We will keep you updated on progress and thank you for your patience as we work to resolve this issue.
Posted Oct 09, 2024 - 00:15 GMT-03:00
Update
We continue to face instability on our platform, with temporary interruptions of 1 to 3 minutes in one of our applications. This can cause failures in executing actions and processing commands, affecting the exchange of messages in bots and the publication of new flows.

What we are doing:
We will update one of our components, aiming to improve the application's performance. We are also working on migrating one of our tables, which stores user context data, to another database, ensuring greater stability and performance. We will keep you updated on progress and thank you for your patience as we work to resolve this issue
Posted Oct 08, 2024 - 15:56 GMT-03:00
Update
We continue to monitor the environment and identify the root cause.
Posted Oct 04, 2024 - 16:51 GMT-03:00
Update
We have identified an issue with the functioning of our platform that may affect your overall experience with Blip. Therefore, in order to maintain transparency with you, we are writing to tell you what is happening and what we are doing about it.

What's happening and how it affects you?
Our monitoring systems reported timeouts in the builder applications, causing failure to execute actions and process commands in the blocks. This means that the exchange of messages in bots and the publication of new flows may be compromised.

This is an intermittent scenario, which we have seen last between 1 to 3 minutes. This means that the timeout sometimes happens and sometimes doesn't, giving us the scenario of instability and not a complete shutdown of the environments.

What are we doing?
The Infrastructure, Engineering, Monitoring and Support teams are constantly working in the war room and intervening in the environment whenever a timeout is noticed, so that the impact on applications is as small as possible during peak/failure times. These have been the most agile actions to normalize the environment, while the team continues in another direction in search of the root cause of these problems for a definitive solution.

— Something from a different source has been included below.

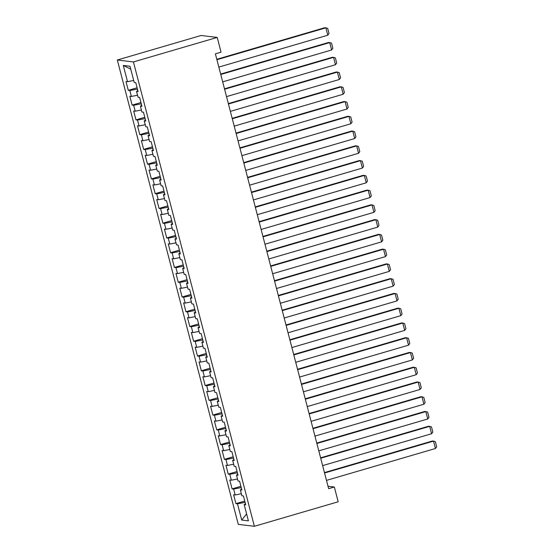 <?xml version="1.0" encoding="UTF-8"?>
<svg xmlns="http://www.w3.org/2000/svg" width="554" height="554" viewBox="0 0 554 554"><rect width="100%" height="100%" fill="white"/><g stroke="black" fill="none" stroke-linecap="round" stroke-linejoin="round"><path stroke-width="0.83" d="M117.323 60.005L238.282 524.361L254.383 526.3L133.424 61.944L117.323 60.005L201.116 35.484L217.216 37.423L133.424 61.944M130.751 69.146L123.293 65.441L127.524 81.68L125.98 81.493L128.286 90.35L129.83 90.537L131.367 96.438L129.823 96.251L132.129 105.108L133.673 105.295L135.211 111.202L133.666 111.015L135.972 119.872L137.517 120.059L139.054 125.959L137.51 125.772L139.816 134.629L141.367 134.816L142.904 140.723L141.36 140.536L143.666 149.393L145.21 149.573L146.748 155.48L145.203 155.293L147.509 164.15L149.054 164.337L150.591 170.237L149.047 170.057L151.353 178.914L152.897 179.094L154.434 185.001L152.89 184.814L155.196 193.671L156.74 193.858L158.278 199.759L156.734 199.578L159.04 208.429L160.591 208.616L162.128 214.523L160.584 214.336L162.89 223.193L164.434 223.38L165.971 229.28L164.427 229.093L166.733 237.95L168.278 238.137L169.815 244.044L168.271 243.857L170.577 252.714L172.121 252.901L173.658 258.801L172.114 258.614L174.42 267.471L175.964 267.658L177.502 273.565L175.957 273.378L178.263 282.235L179.815 282.415L181.352 288.322L179.808 288.135L182.114 296.992L183.658 297.179L185.195 303.08L183.651 302.899L185.957 311.75L187.501 311.937L189.039 317.844L187.494 317.657L189.8 326.514L191.345 326.701L192.882 332.601L191.338 332.421L193.644 341.271L195.188 341.458L196.725 347.365L195.181 347.178L197.487 356.035L199.038 356.222L200.576 362.122L199.031 361.935L201.337 370.792L202.882 370.979L204.419 376.886L202.875 376.699L205.181 385.556L206.725 385.743L208.262 391.643L206.718 391.456L209.024 400.313L210.568 400.5L212.106 406.407L210.562 406.221L212.868 415.078L214.412 415.258L215.949 421.165L214.405 420.978L216.711 429.835L218.262 430.022L219.799 435.922L218.255 435.742L220.561 444.592L222.106 444.779L223.643 450.686L222.099 450.499L224.405 459.356L225.949 459.543L227.486 465.443L225.942 465.256L228.248 474.113L229.792 474.3L231.33 480.207L229.785 480.02L232.091 488.877L233.636 489.064L235.173 494.964L233.629 494.777L235.935 503.634L244.75 501.058M123.293 65.441L129.996 66.251L134.227 82.484L135.772 82.671L138.078 91.528L136.533 91.341L138.071 97.248L139.615 97.428L141.921 106.285L140.377 106.105L141.914 112.005L143.458 112.192L145.764 121.049L144.22 120.862L145.757 126.769L147.302 126.949L149.608 135.806L148.063 135.619L149.601 141.526L151.152 141.713L153.458 150.57L151.914 150.383L153.451 156.283L154.995 156.47L157.301 165.327L155.757 165.14L157.294 171.048L158.839 171.234L161.145 180.092L159.6 179.905L161.138 185.805L162.682 185.992L164.988 194.849L163.444 194.662L164.981 200.569L166.525 200.756L168.832 209.606L167.287 209.426L168.825 215.326L170.376 215.513L172.682 224.37L171.138 224.183L172.675 230.09L174.219 230.27L176.525 239.127L174.981 238.94L176.518 244.847L178.063 245.034L180.369 253.891L178.824 253.704L180.362 259.604L181.906 259.791L184.212 268.648L182.668 268.461L184.205 274.368L185.749 274.555L188.055 283.413L186.511 283.226L188.048 289.126L189.6 289.313L191.906 298.17L190.361 297.983L191.899 303.89L193.443 304.077L195.749 312.934L194.205 312.747L195.742 318.647L197.286 318.834L199.592 327.691L198.048 327.504L199.585 333.411L201.13 333.598L203.436 342.448L201.891 342.268L203.429 348.168L204.973 348.355L207.279 357.212L205.735 357.025L207.272 362.932L208.823 363.112L211.129 371.969L209.585 371.782L211.122 377.69L212.667 377.876L214.973 386.734L213.428 386.547L214.966 392.447L216.51 392.634L218.816 401.491L217.272 401.304L218.809 407.211L220.353 407.398L222.66 416.255L221.115 416.068L222.653 421.968L224.197 422.155L226.503 431.012L224.959 430.825L226.496 436.732L228.047 436.919L230.353 445.769L228.809 445.589L230.346 451.489L231.891 451.676L234.197 460.533L232.652 460.346L234.19 466.253L235.734 466.44L238.04 475.29L236.496 475.11L238.033 481.011L239.577 481.197L241.883 490.055L240.339 489.868L241.876 495.775L243.421 495.955L245.727 504.812L244.182 504.625L248.414 520.864L241.71 520.061L237.486 503.821L235.935 503.634M217.216 37.423L221.06 52.18L215.381 53.842L328.647 488.683L334.332 487.014L328.016 486.26M241.232 487.555L241.502 489.314M235.173 494.964L241.35 493.759M233.636 489.064L241.059 487.61M244.182 504.625L245.519 503.995M237.389 472.797L237.659 474.556M231.33 480.207L237.507 478.995M229.792 474.3L237.216 472.846M240.339 489.868L241.669 489.237M233.546 458.033L233.816 459.792M227.486 465.443L233.663 464.238M225.949 459.543L233.373 458.089M236.496 475.11L237.825 474.473M229.702 443.276L229.972 445.035M223.643 450.686L229.82 449.474M222.106 444.779L229.522 443.325M232.652 460.346L233.982 459.716M225.859 428.519L226.122 430.271M219.799 435.922L225.977 434.717M218.262 430.022L225.679 428.567M228.809 445.589L230.139 444.952M222.009 413.755L222.279 415.514M215.949 421.165L222.126 419.953M214.412 415.258L221.835 413.81M224.959 430.825L226.295 430.195M218.165 398.998L218.435 400.75M212.106 406.407L218.283 405.196M210.568 400.5L217.992 399.046M221.115 416.068L222.445 415.431M214.322 384.234L214.592 385.993M208.262 391.643L214.44 390.431M206.725 385.743L214.149 384.289M217.272 401.304L218.601 400.674M210.478 369.476L210.749 371.235M204.419 376.886L210.596 375.674M202.882 370.979L210.298 369.525M213.428 386.547L214.758 385.916M206.635 354.712L206.898 356.471M200.576 362.122L206.753 360.917M199.038 356.222L206.455 354.768M209.585 371.782L210.915 371.152M202.785 339.955L203.055 341.714M196.725 347.365L202.903 346.153M195.188 341.458L202.612 340.004M205.735 357.025L207.071 356.395M198.941 325.191L199.211 326.95M192.882 332.601L199.059 331.396M191.345 326.701L198.768 325.246M201.891 342.268L203.221 341.631M195.098 310.434L195.368 312.193M189.039 317.844L195.216 316.632M187.501 311.937L194.925 310.482M198.048 327.504L199.378 326.874M191.255 295.677L191.525 297.429M185.195 303.08L191.372 301.875M183.658 297.179L191.075 295.725M194.205 312.747L195.534 312.11M187.411 280.913L187.674 282.672M181.352 288.322L187.529 287.111M179.815 282.415L187.231 280.968M190.361 297.983L191.691 297.353M183.561 266.155L183.831 267.914M177.502 273.565L183.679 272.353M175.964 267.658L183.388 266.204M186.511 283.226L187.848 282.588M179.718 251.391L179.988 253.15M173.658 258.801L179.835 257.589M172.121 252.901L179.544 251.447M182.668 268.461L183.997 267.831M175.874 236.634L176.144 238.393M169.815 244.044L175.992 242.832M168.278 238.137L175.701 236.683M178.824 253.704L180.154 253.074M172.031 221.87L172.301 223.629M165.971 229.28L172.149 228.075M164.434 223.38L171.851 221.925M174.981 238.94L176.31 238.31M168.187 207.113L168.451 208.872M162.128 214.523L168.305 213.311M160.591 208.616L168.007 207.161M171.138 224.183L172.467 223.553M164.337 192.356L164.607 194.108M158.278 199.759L164.455 198.554M156.74 193.858L164.164 192.404M167.287 209.426L168.624 208.789M160.494 177.592L160.764 179.351M154.434 185.001L160.612 183.789M152.897 179.094L160.321 177.64M163.444 194.662L164.773 194.032M156.65 162.834L156.921 164.586M150.591 170.237L156.768 169.032M149.054 164.337L156.477 162.883M159.6 179.905L160.93 179.267M152.807 148.07L153.077 149.829M146.748 155.48L152.925 154.268M145.21 149.573L152.627 148.126M155.757 165.14L157.087 164.51M148.964 133.313L149.227 135.072M142.904 140.723L149.081 139.511M141.367 134.816L148.784 133.362M151.914 150.383L153.243 149.746M145.113 118.549L145.383 120.308M139.054 125.959L145.231 124.747M137.517 120.059L144.94 118.604M148.063 135.619L149.4 134.989M141.27 103.792L141.54 105.551M135.211 111.202L141.388 109.99M133.673 105.295L141.097 103.84M144.22 120.862L145.55 120.232M137.427 89.028L137.697 90.787M131.367 96.438L137.544 95.233M129.83 90.537L137.254 89.083M140.377 106.105L141.706 105.468M127.524 81.68L133.701 80.469M136.533 91.341L137.863 90.711M254.383 526.3L338.175 501.779L334.332 487.014M245.083 502.319L245.346 504.078M237.486 503.821L244.903 502.367M246.606 513.932L241.71 520.061M128.286 90.35L137.101 87.767M132.129 105.108L140.945 102.532M135.972 119.872L144.788 117.289M139.816 134.629L148.631 132.053M143.666 149.393L152.475 146.81M147.509 164.15L156.325 161.574M151.353 178.914L160.168 176.331M155.196 193.671L164.012 191.088M159.04 208.429L167.855 205.853M162.89 223.193L171.698 220.61M166.733 237.95L175.549 235.374M170.577 252.714L179.392 250.131M174.42 267.471L183.236 264.895M178.263 282.235L187.079 279.652M182.114 296.992L190.922 294.416M185.957 311.75L194.773 309.174M189.8 326.514L198.616 323.931M193.644 341.271L202.459 338.695M197.487 356.035L206.303 353.452M201.337 370.792L210.146 368.216M205.181 385.556L213.996 382.973M209.024 400.313L217.84 397.737M212.868 415.078L221.683 412.495M216.711 429.835L225.526 427.259M220.561 444.592L229.37 442.016M224.405 459.356L233.22 456.773M228.248 474.113L237.064 471.537M232.091 488.877L240.907 486.294M216.912 59.721L325.87 27.832L324.783 27.7L216.801 59.299M218.837 67.096L327.788 35.214L325.87 27.832L327.677 28.358L329.021 33.524L327.788 35.214M220.755 74.478L329.713 42.589L328.626 42.457L220.651 74.063M222.68 81.86L331.638 49.971L329.713 42.589L331.521 43.115L332.864 48.288L331.638 49.971M224.599 89.236L333.556 57.353L332.469 57.221L224.495 88.82M226.524 96.618L335.482 64.728L333.556 57.353L335.364 57.879L336.714 63.045L335.482 64.728M228.449 104L337.4 72.11L336.313 71.978L228.338 103.584M230.367 111.382L339.325 79.492L337.4 72.11L339.214 72.636L340.558 77.802L339.325 79.492M232.292 118.757L341.25 86.874L340.163 86.743L232.181 118.341M234.21 126.139L343.168 94.249L341.25 86.874L343.058 87.4L344.401 92.566L343.168 94.249M236.136 133.521L345.094 101.631L344.006 101.5L236.025 133.099M238.061 140.896L347.012 109.013L345.094 101.631L346.901 102.158L348.244 107.324L347.012 109.013M239.979 148.278L348.937 116.395L347.85 116.264L239.875 147.863M241.904 155.66L350.862 123.771L348.937 116.395L350.744 116.922L352.088 122.088L350.862 123.771M243.822 163.042L352.78 131.153L351.693 131.021L243.718 162.62M245.747 170.417L354.705 138.535L352.78 131.153L354.588 131.679L355.938 136.845L354.705 138.535M247.673 177.799L356.624 145.91L355.536 145.785L247.562 177.384M249.591 185.181L358.549 153.292L356.624 145.91L358.438 146.443L359.781 151.609L358.549 153.292M251.516 192.563L360.474 160.674L359.38 160.542L251.405 192.141M253.434 199.939L362.392 168.056L360.474 160.674L362.281 161.2L363.625 166.366L362.392 168.056M255.359 207.321L364.317 175.431L363.23 175.299L255.249 206.905M257.285 214.703L366.236 182.813L364.317 175.431L366.125 175.957L367.468 181.123L366.236 182.813M259.203 222.078L368.161 190.195L367.073 190.064L259.092 221.662M261.128 229.46L370.086 197.57L368.161 190.195L369.968 190.721L371.312 195.887L370.086 197.57M263.046 236.842L372.004 204.952L370.917 204.821L262.942 236.426M264.971 244.224L373.929 212.334L372.004 204.952L373.811 205.479L375.162 210.645L373.929 212.334M266.896 251.599L375.847 219.716L374.76 219.585L266.786 251.184M268.815 258.981L377.773 227.092L375.847 219.716L377.662 220.243L379.005 225.409L377.773 227.092M270.74 266.363L379.698 234.474L378.604 234.342L270.629 265.941M272.658 273.738L381.616 241.856L379.698 234.474L381.505 235L382.849 240.166L381.616 241.856M274.583 281.12L383.541 249.238L382.454 249.106L274.472 280.705M276.508 288.502L385.459 256.613L383.541 249.238L385.349 249.764L386.692 254.93L385.459 256.613M278.427 295.884L387.385 263.995L386.297 263.863L278.316 295.462M280.352 303.26L389.31 271.377L387.385 263.995L389.192 264.521L390.535 269.687L389.31 271.377M282.27 310.642L391.228 278.752L390.141 278.627L282.166 310.226M284.195 318.024L393.153 286.134L391.228 278.752L393.035 279.285L394.386 284.451L393.153 286.134M286.12 325.399L395.071 293.516L393.984 293.385L286.009 324.983M288.038 332.781L396.996 300.898L395.071 293.516L396.886 294.042L398.229 299.208L396.996 300.898M289.964 340.163L398.922 308.273L397.827 308.142L289.853 339.747M291.882 347.545L400.84 315.655L398.922 308.273L400.729 308.8L402.072 313.966L400.84 315.655M293.807 354.92L402.765 323.037L401.678 322.906L293.696 354.505M295.732 362.302L404.683 330.413L402.765 323.037L404.572 323.564L405.916 328.73L404.683 330.413M297.65 369.684L406.608 337.795L405.521 337.663L297.54 369.269M299.576 377.066L408.533 345.177L406.608 337.795L408.416 338.321L409.759 343.487L408.533 345.177M301.494 384.441L410.452 352.559L409.364 352.427L301.39 384.026M303.419 391.823L412.377 359.934L410.452 352.559L412.259 353.085L413.609 358.251L412.377 359.934M305.344 399.205L414.295 367.316L413.208 367.184L305.233 398.783M307.262 406.581L416.22 374.698L414.295 367.316L416.109 367.842L417.453 373.008L416.22 374.698M309.187 413.963L418.145 382.073L417.051 381.948L309.077 413.547M311.106 421.345L420.064 389.455L418.145 382.073L419.953 382.606L421.296 387.772L420.064 389.455M313.031 428.727L421.989 396.837L420.901 396.706L312.92 428.304M314.956 436.102L423.907 404.219L421.989 396.837L423.796 397.363L425.14 402.529L423.907 404.219M316.874 443.484L425.832 411.594L424.745 411.463L316.763 443.068M318.799 450.866L427.757 418.976L425.832 411.594L427.64 412.128L428.983 417.294L427.757 418.976M320.718 458.241L429.675 426.358L428.588 426.227L320.614 457.826M322.643 465.623L431.601 433.74L429.675 426.358L431.483 426.885L432.833 432.051L431.601 433.74M324.568 473.005L433.519 441.116L432.432 440.984L324.457 472.59M326.486 480.387L435.444 448.498L433.519 441.116L435.326 441.642L436.677 446.808L435.444 448.498"/></g></svg>

During the analysis, we identified points for improvement in the applications and carried out optimizations in the application connections and data structure.

With this, we monitor the environment to ensure that it is operating as expected.

Finally, the entire Blip team reiterates our commitment to you and reinforces that we are working tirelessly to restore the full normality of our services and applications as quickly as possible.

Updated status:
We are continuing to monitor the environment and identify the root cause.
Posted Oct 04, 2024 - 16:48 GMT-03:00
Monitoring
A fix has been implemented and we are monitoring the results.
Posted Oct 01, 2024 - 14:30 GMT-03:00
Update
We are continuing to work on a fix for this issue.
Posted Oct 01, 2024 - 10:40 GMT-03:00
Identified
The issue has been identified and a fix is being implemented.
Posted Oct 01, 2024 - 10:15 GMT-03:00
Investigating
We are currently experiencing low performance on Builder.

Impact:
Timeout in Builder actions.

Update:
Our support team is actively working on it.
Posted Oct 01, 2024 - 09:50 GMT-03:00
This incident affected: Hosting Business (Bot Builder) and Hosting Enterprise (Bot Builder).